With a linear kernel we get a 62% accuracy

classAgreement(tab)
## $diag
## [1] 0.627907
## 
## $kappa
## [1] 0.1844906
## 
## $rand
## [1] 0.5319948
## 
## $crand
## [1] 0.05730295

Next let’s try some different kernals, starting with the ‘radial’ kernel.

svmfit = svm(east_asia ~ ., data = train_data , cost = 10, kernel = "radial", scale = TRUE)
svmpred = predict(svmfit, test_data[, -3])
tab <- table(pred = round(svmpred), true = test_data[,3])

The radial kernel gives us a 64% accuracy

classAgreement(tab)
## $diag
## [1] 0.6465116
## 
## $kappa
## [1] 0.2725924
## 
## $rand
## [1] 0.5422216
## 
## $crand
## [1] 0.08379865

Next, let’s try the ‘polynomial’ kernel.

svmfit = svm(east_asia ~ ., data = train_data , cost = 10, kernel = "polynomial", scale = TRUE)
svmpred = predict(svmfit, test_data[, -3])
tab <- table(pred = round(svmpred), true = test_data[,3])

The polynomial kernel gives us a 24% accuracy

classAgreement(tab)
## $diag
## [1] 0.2465116
## 
## $kappa
## [1] -0.08100559
## 
## $rand
## [1] 0.5393278
## 
## $crand
## [1] 0.07546902

Let’s train the same data on the Random Forest model from HW2.

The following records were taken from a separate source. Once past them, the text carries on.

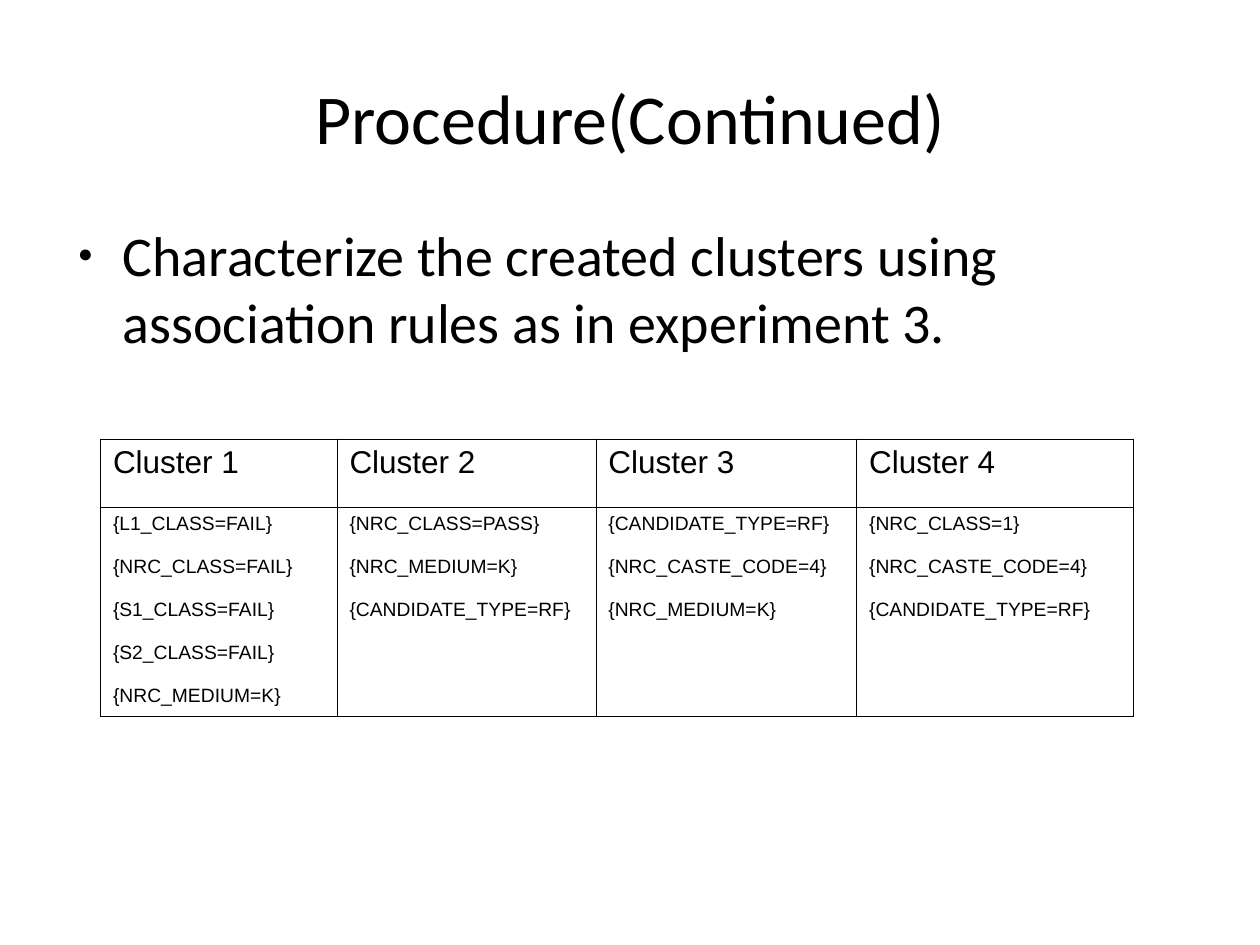
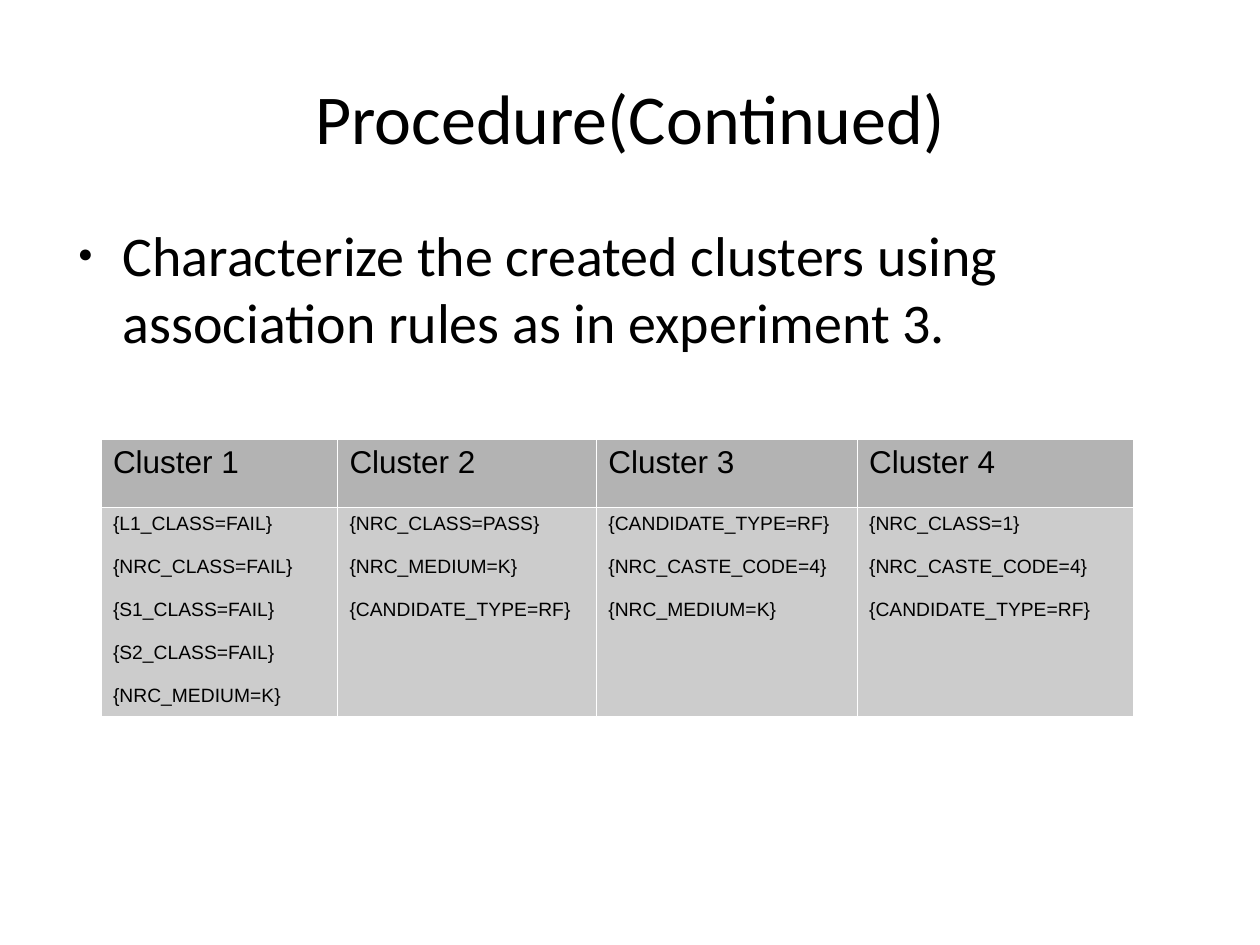
Before and after one commit to AbhijithMadhav/SSLC-Data-Analysis, a slide deck: slide 4 of src/8_cross_cluster_analysis/presentation.odp. Drawn at 1260x945 pixels with LibreOffice and Linux fonts; fonts in the diff are those of the drawing. Boxes give left, top, right and bottom in pixels: in the first picture for what was removed or moved away, otherwise in the second. Text is boxed around its words. In the diff, an @@ line names an element or a change of style, - is before the commit and + after.

```diff
--- a/src/8_cross_cluster_analysis/presentation.odp
+++ b/src/8_cross_cluster_analysis/presentation.odp
@@ table at <box>101,438,1134,716</box> @@
@@ fill none to #B3B3B3 in row 1 @@
@@ fill none to #CCCCCC in row 2 @@
@@ borders changed @@
```
Also in this commit, not shown: 2 other slides changed, 33 other files.

rffit <- randomForest::randomForest(as.factor(east_asia) ~ ., data = train_data)
rfpred <- predict(rffit, test_data[, -3])
tab <- table(pred = rfpred, true = as.factor(test_data[,3]))

We get an accuracy of 63%

classAgreement(tab)
## $diag
## [1] 0.6418605
## 
## $kappa
## [1] 0.2549691
## 
## $rand
## [1] 0.5395349
## 
## $crand
## [1] 0.07781945

Result

SVM with a radial kernel gave us the highest accuracy of 64% and a kappa of 27%. Random Forest gave us an accuracy of 63% and a kappa of 24%.

Conclusion

Two out of the three papers found that Random Forest outperformed SVM for product origin prediction. Interestingly, only one of the three papers was not in a binary classification setting and it still found Random Forest to give better accuracy. I found a very modest performance improvement in SVM. That being said, I think that the performance of both models is currently below the accuracy that I would be happy with in a real application. I would go back and explore more feature engineering to see if I could improve my accuracy before I chose a model type.